======== INPUT DATA

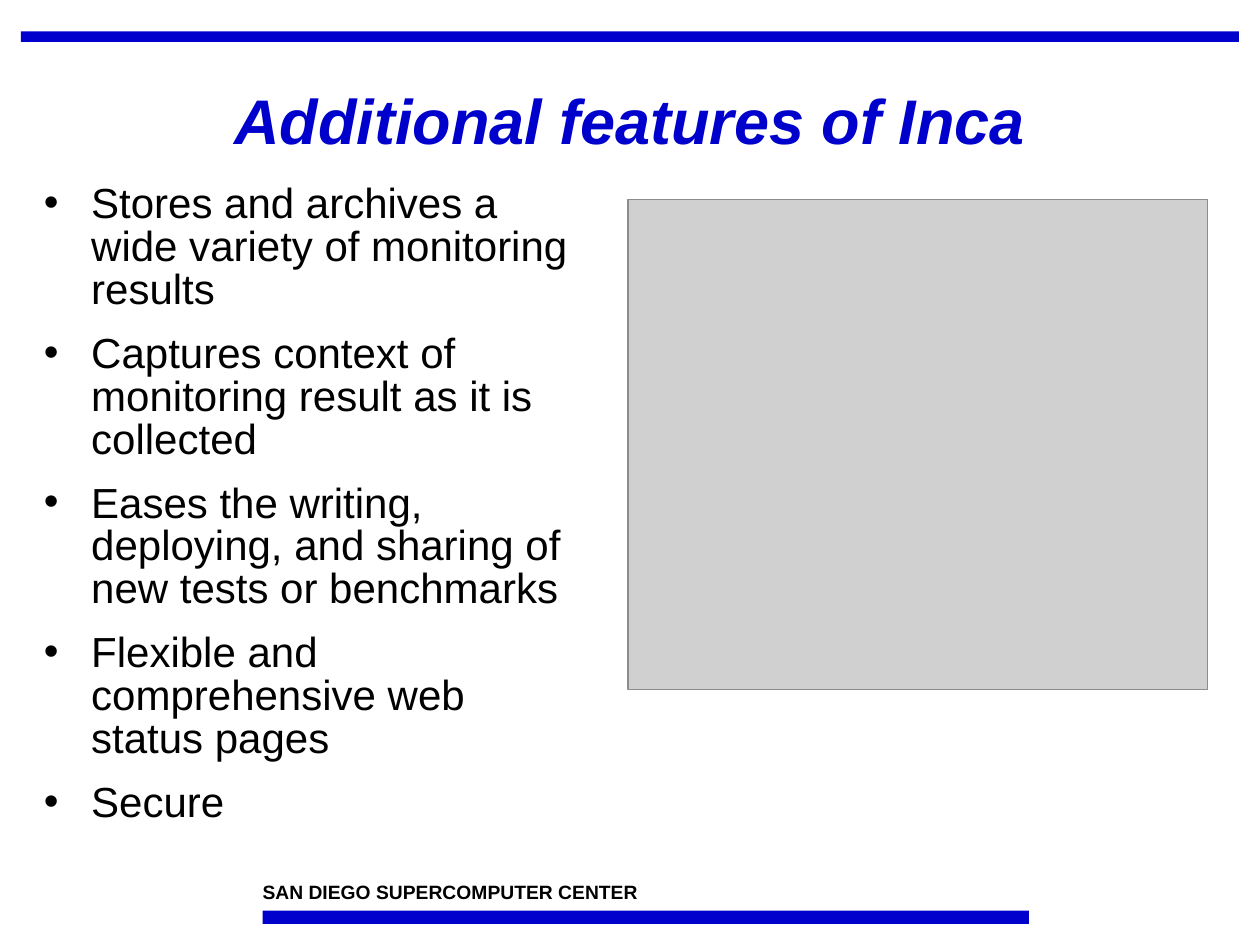
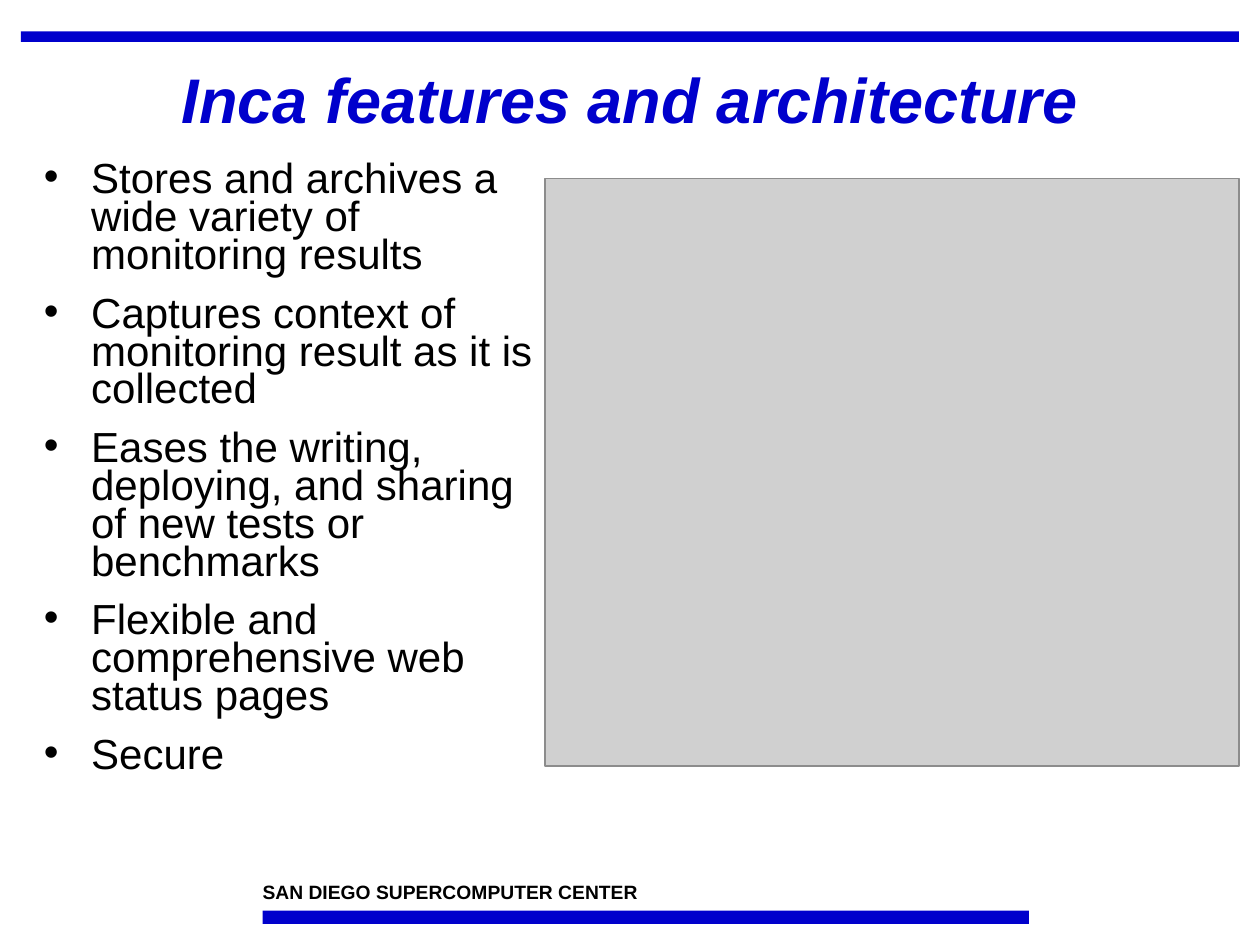
Before and after one commit to IncaProject/inca-xsede, a slide deck: slide 4 of talks/osgc08/inca-osgc08.ppt. Drawn at 1260x945 pixels with LibreOffice and Linux fonts; fonts in the diff are those of the drawing; grey boxes stand for pictures; background and template pictures are left out. Boxes give left, top, right and bottom in pixels: in the first picture for what was removed or moved away, otherwise in the second. Text is boxed around its words. In the diff, an @@ line names an element or a change of style, - is before the commit and + after.

```diff
--- a/talks/osgc08/inca-osgc08.ppt
+++ b/talks/osgc08/inca-osgc08.ppt
@@ title at (182,77,1077,124): text changed @@
-Additional features of Inca
+Inca features and architecture
@@ text "Stores and archives a wide ...": place and size @@
-text "Stores and archives a wide ..." at (91,187,567,818)
+text "Stores and archives a wide ..." at (91,162,532,770)
@@ text "Stores and archives a wide ..." at (91,162,532,770): line spacing 0.85 to 0.75 @@
@@ picture: place and size @@
-picture at (627,199,1207,689)
+picture at (544,179,1239,766)
```
Also in this commit, not shown: 8 other slides changed, 3 slides removed, 1 other file.

================

◆ **HOW TO COMPLETE THIS TASK**: What you return must match the records above exactly, minus any images.

◆ **COMPLETED EXERCISE**:
Before and after one commit to IncaProject/inca-xsede, a slide deck: slide 4 of talks/osgc08/inca-osgc08.ppt. Drawn at 1260x945 pixels with LibreOffice and Linux fonts; fonts in the diff are those of the drawing; grey boxes stand for pictures; background and template pictures are left out. Boxes give left, top, right and bottom in pixels: in the first picture for what was removed or moved away, otherwise in the second. Text is boxed around its words. In the diff, an @@ line names an element or a change of style, - is before the commit and + after.

```diff
--- a/talks/osgc08/inca-osgc08.ppt
+++ b/talks/osgc08/inca-osgc08.ppt
@@ title at (182,77,1077,124): text changed @@
-Additional features of Inca
+Inca features and architecture
@@ text "Stores and archives a wide ...": place and size @@
-text "Stores and archives a wide ..." at (91,187,567,818)
+text "Stores and archives a wide ..." at (91,162,532,770)
@@ text "Stores and archives a wide ..." at (91,162,532,770): line spacing 0.85 to 0.75 @@
@@ picture: place and size @@
-picture at (627,199,1207,689)
+picture at (544,179,1239,766)
```
Also in this commit, not shown: 8 other slides changed, 3 slides removed, 1 other file.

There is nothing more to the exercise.